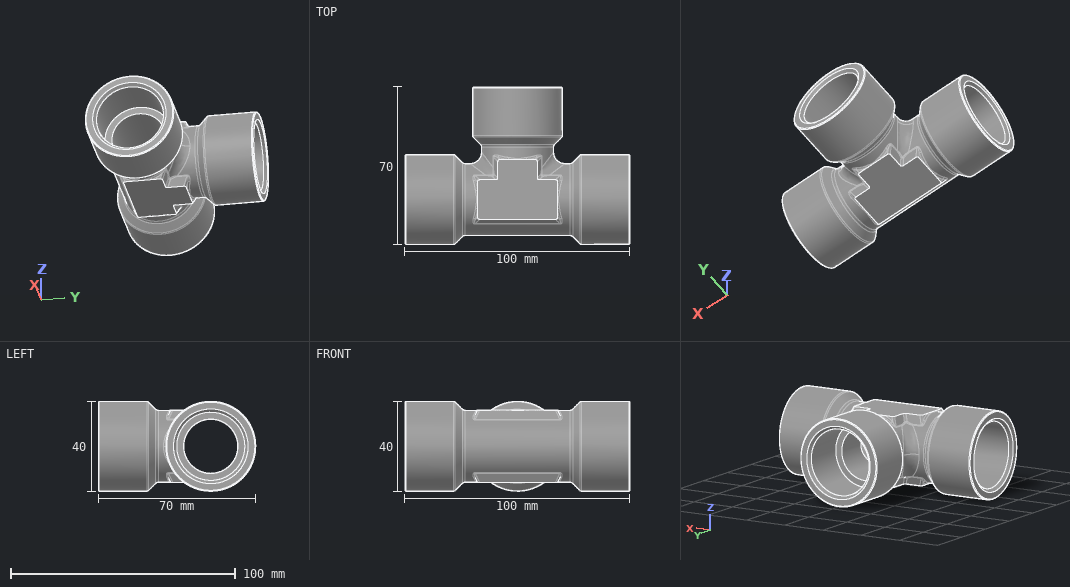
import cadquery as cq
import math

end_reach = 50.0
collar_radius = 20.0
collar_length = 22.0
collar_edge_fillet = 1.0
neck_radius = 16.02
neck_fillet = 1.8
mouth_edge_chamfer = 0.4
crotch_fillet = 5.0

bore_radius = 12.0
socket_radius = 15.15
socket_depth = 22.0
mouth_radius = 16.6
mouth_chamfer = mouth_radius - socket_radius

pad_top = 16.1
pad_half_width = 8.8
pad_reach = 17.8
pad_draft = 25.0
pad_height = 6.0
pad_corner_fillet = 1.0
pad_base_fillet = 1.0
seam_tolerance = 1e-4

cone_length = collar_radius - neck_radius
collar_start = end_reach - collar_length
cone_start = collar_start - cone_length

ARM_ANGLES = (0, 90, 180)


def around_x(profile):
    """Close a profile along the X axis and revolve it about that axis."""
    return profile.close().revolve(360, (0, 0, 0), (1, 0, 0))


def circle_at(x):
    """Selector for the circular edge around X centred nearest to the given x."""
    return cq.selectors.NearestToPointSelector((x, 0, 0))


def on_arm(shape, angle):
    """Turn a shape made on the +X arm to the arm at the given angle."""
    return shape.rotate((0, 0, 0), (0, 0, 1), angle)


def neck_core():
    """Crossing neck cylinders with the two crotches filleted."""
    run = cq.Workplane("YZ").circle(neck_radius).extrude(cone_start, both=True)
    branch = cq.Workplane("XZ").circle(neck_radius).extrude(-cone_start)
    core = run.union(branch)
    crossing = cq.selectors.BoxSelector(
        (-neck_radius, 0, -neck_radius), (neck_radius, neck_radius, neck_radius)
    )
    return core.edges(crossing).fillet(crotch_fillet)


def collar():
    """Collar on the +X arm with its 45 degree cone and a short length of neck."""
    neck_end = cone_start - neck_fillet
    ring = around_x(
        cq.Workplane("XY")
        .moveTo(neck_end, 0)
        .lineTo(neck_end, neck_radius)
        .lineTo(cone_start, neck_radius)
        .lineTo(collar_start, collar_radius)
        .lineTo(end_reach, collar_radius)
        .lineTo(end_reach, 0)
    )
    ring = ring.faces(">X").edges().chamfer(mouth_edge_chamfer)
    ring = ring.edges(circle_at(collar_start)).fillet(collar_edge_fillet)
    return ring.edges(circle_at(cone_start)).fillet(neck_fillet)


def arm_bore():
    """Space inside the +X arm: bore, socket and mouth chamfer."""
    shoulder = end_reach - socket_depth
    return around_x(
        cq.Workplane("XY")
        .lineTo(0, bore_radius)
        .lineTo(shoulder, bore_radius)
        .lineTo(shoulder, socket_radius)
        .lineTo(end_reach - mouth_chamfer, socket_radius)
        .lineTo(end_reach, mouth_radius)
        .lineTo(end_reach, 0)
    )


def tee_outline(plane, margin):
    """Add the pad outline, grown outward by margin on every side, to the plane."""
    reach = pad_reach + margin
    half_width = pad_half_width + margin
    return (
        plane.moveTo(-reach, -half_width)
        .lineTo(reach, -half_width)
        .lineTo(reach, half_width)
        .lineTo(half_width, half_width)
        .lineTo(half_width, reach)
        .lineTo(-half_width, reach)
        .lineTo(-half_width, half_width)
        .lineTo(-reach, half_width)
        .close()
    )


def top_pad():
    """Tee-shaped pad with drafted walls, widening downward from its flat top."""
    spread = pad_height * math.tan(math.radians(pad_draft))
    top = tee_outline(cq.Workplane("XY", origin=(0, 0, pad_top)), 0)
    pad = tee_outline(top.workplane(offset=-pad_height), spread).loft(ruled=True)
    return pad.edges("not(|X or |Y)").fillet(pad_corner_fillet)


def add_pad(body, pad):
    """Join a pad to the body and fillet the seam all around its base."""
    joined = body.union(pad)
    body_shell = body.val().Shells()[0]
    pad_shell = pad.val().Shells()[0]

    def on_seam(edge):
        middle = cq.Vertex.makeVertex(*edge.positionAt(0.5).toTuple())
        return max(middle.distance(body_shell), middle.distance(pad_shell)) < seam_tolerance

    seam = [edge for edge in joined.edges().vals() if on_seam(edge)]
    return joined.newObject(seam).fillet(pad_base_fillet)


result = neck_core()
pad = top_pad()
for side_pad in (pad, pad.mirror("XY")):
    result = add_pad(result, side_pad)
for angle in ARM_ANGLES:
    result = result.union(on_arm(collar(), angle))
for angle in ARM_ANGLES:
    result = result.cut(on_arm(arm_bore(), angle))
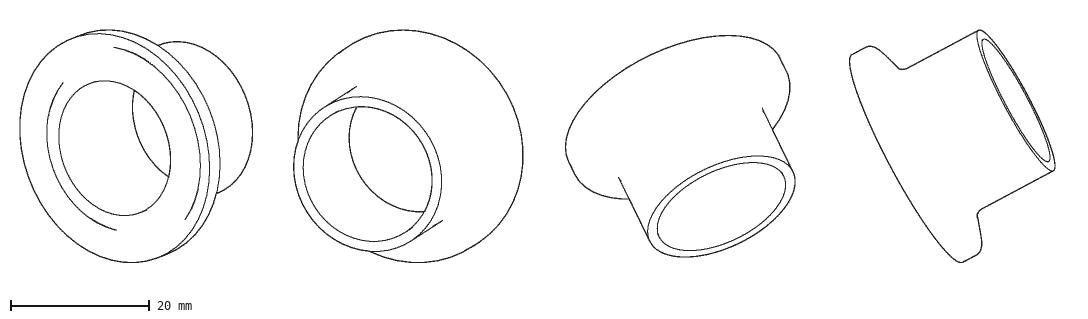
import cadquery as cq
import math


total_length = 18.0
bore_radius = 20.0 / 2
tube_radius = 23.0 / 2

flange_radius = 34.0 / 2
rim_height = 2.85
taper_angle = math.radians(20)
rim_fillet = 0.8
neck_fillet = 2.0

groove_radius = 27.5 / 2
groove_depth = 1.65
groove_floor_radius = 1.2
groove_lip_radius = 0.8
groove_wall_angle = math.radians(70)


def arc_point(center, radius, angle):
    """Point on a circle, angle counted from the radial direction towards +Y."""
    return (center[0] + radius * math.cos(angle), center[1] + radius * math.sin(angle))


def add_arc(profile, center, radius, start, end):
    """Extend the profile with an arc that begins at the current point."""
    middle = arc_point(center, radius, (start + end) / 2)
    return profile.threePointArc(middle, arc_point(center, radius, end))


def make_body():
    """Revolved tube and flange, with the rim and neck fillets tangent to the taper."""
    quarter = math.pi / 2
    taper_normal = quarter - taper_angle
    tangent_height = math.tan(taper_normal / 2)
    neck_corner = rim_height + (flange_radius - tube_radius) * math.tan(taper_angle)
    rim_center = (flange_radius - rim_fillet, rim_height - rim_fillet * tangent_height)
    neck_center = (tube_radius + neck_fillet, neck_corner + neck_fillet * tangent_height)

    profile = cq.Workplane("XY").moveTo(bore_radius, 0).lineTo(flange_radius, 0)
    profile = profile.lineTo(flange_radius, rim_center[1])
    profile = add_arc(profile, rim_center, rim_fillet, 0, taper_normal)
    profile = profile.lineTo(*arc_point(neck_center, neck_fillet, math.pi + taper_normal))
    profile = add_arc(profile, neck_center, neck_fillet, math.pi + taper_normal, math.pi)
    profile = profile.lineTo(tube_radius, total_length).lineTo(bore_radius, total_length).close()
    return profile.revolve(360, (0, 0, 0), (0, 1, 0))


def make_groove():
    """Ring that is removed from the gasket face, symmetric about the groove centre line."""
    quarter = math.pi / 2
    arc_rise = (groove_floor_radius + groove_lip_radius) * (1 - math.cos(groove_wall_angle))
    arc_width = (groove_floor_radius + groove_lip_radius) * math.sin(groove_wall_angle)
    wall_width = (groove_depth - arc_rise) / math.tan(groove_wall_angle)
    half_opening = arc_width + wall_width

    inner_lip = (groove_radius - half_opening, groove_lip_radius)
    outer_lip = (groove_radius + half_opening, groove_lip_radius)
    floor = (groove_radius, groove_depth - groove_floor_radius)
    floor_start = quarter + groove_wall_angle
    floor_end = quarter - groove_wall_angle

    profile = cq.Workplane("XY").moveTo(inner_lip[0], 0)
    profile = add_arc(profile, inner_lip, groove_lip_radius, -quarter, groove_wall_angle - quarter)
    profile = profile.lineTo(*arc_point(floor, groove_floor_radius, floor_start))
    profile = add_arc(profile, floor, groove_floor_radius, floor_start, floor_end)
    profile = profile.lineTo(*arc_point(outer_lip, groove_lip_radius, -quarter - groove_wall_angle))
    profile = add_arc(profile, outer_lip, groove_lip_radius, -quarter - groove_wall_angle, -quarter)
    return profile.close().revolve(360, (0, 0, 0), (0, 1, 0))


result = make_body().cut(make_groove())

···

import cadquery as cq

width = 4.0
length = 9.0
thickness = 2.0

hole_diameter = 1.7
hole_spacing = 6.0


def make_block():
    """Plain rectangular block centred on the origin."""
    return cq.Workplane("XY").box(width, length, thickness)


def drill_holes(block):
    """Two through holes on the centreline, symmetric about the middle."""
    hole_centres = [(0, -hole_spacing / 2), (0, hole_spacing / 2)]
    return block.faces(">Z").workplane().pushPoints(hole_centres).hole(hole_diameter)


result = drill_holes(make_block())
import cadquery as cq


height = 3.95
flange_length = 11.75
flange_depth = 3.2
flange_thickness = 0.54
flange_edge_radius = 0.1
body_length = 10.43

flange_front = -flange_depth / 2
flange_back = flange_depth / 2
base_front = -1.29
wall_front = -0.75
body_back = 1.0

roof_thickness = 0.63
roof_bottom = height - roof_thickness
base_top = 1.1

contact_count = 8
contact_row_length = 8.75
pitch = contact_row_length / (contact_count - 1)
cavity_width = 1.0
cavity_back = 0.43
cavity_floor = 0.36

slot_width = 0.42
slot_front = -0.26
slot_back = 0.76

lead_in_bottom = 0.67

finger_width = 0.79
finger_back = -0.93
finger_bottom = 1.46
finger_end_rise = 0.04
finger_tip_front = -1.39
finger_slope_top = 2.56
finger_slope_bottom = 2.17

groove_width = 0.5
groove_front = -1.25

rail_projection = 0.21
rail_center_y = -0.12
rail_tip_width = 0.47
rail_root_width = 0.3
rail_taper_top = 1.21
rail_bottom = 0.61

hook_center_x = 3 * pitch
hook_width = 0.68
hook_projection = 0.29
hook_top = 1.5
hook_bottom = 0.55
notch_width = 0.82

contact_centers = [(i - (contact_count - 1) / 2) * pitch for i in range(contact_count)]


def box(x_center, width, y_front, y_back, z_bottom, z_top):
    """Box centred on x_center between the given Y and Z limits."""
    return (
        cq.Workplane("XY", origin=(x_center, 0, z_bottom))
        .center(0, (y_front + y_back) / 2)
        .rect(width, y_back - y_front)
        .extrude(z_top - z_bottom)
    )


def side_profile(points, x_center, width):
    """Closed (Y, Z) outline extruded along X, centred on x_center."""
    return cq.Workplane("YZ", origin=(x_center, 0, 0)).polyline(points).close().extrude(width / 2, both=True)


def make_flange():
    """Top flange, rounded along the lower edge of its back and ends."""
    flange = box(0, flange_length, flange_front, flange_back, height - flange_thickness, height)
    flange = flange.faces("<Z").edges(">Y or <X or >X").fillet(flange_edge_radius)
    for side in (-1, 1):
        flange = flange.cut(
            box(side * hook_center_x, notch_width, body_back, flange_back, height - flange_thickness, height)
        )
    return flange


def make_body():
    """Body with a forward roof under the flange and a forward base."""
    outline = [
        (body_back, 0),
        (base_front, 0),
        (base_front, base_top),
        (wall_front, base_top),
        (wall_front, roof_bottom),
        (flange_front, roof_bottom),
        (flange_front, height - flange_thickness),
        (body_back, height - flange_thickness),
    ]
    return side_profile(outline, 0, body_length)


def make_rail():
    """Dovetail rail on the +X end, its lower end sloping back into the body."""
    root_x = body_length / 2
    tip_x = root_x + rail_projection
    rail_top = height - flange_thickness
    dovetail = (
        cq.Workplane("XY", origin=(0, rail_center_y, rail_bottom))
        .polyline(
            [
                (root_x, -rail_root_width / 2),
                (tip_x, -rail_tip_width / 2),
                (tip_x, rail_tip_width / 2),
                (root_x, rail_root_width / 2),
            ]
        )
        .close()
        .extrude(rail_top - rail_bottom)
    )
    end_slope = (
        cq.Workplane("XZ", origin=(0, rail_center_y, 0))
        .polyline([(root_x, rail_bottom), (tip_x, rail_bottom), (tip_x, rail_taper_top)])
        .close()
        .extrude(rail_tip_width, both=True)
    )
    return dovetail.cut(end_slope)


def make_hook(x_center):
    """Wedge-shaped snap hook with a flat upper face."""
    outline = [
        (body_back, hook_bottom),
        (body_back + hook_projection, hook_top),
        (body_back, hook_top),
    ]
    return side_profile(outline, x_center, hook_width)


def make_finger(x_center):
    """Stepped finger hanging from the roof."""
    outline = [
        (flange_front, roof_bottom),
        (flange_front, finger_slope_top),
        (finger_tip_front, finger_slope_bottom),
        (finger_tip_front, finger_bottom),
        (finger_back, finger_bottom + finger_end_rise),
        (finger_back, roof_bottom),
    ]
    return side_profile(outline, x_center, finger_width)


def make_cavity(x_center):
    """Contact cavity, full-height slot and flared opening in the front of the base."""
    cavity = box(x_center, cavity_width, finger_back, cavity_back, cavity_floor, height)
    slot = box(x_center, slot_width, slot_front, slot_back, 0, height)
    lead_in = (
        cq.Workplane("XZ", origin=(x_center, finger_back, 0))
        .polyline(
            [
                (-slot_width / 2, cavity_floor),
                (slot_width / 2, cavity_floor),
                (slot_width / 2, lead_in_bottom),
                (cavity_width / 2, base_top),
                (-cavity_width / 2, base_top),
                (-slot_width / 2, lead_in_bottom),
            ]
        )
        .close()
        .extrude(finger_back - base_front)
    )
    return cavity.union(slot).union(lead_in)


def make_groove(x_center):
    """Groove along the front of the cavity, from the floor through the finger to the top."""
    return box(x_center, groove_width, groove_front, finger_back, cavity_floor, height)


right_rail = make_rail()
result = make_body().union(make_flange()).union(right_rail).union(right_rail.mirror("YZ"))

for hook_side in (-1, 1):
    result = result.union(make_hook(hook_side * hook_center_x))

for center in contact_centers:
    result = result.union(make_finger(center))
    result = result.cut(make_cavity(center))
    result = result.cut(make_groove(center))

···

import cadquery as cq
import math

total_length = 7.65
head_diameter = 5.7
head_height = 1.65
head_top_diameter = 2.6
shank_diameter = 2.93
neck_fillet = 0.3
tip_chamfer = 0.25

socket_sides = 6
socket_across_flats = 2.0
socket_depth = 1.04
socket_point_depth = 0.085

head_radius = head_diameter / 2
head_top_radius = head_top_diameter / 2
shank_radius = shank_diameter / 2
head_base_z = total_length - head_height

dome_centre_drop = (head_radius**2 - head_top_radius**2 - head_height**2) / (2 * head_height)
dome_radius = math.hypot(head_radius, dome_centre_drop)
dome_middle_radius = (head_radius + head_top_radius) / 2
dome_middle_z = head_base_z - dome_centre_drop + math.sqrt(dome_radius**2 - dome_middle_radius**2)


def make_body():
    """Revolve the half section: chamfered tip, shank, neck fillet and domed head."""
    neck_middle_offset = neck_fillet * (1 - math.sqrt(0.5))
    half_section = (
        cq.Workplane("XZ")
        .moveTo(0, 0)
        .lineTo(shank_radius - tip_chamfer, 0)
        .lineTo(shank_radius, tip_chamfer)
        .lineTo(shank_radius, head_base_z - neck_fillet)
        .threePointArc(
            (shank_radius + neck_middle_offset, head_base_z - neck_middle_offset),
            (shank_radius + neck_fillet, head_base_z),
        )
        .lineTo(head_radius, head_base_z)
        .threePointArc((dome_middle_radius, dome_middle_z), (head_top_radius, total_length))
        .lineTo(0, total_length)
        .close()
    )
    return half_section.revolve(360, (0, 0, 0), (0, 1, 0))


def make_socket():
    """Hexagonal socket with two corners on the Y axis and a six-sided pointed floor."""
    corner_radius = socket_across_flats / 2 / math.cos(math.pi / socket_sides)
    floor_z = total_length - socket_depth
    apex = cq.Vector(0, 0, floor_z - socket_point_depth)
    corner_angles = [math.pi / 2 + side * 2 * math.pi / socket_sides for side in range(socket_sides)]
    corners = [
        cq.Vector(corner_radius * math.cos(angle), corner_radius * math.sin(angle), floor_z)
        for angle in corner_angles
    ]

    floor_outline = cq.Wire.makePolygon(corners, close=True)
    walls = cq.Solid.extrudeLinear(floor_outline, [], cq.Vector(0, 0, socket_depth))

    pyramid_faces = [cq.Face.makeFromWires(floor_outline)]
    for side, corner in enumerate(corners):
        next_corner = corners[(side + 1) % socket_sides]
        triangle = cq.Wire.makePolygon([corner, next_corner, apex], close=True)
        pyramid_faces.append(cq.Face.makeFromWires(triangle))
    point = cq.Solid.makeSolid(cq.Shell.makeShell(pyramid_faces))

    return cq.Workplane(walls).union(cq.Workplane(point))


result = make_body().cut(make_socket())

···

_What you should do_:
Beginning at the line above with "flange_back = flange_depth / 2" and finishing at the line with "slot_back = 0.76", return each line exactly and return nothing else.

_Response to this exercise_:
flange_back = flange_depth / 2
base_front = -1.29
wall_front = -0.75
body_back = 1.0

roof_thickness = 0.63
roof_bottom = height - roof_thickness
base_top = 1.1

contact_count = 8
contact_row_length = 8.75
pitch = contact_row_length / (contact_count - 1)
cavity_width = 1.0
cavity_back = 0.43
cavity_floor = 0.36

slot_width = 0.42
slot_front = -0.26
slot_back = 0.76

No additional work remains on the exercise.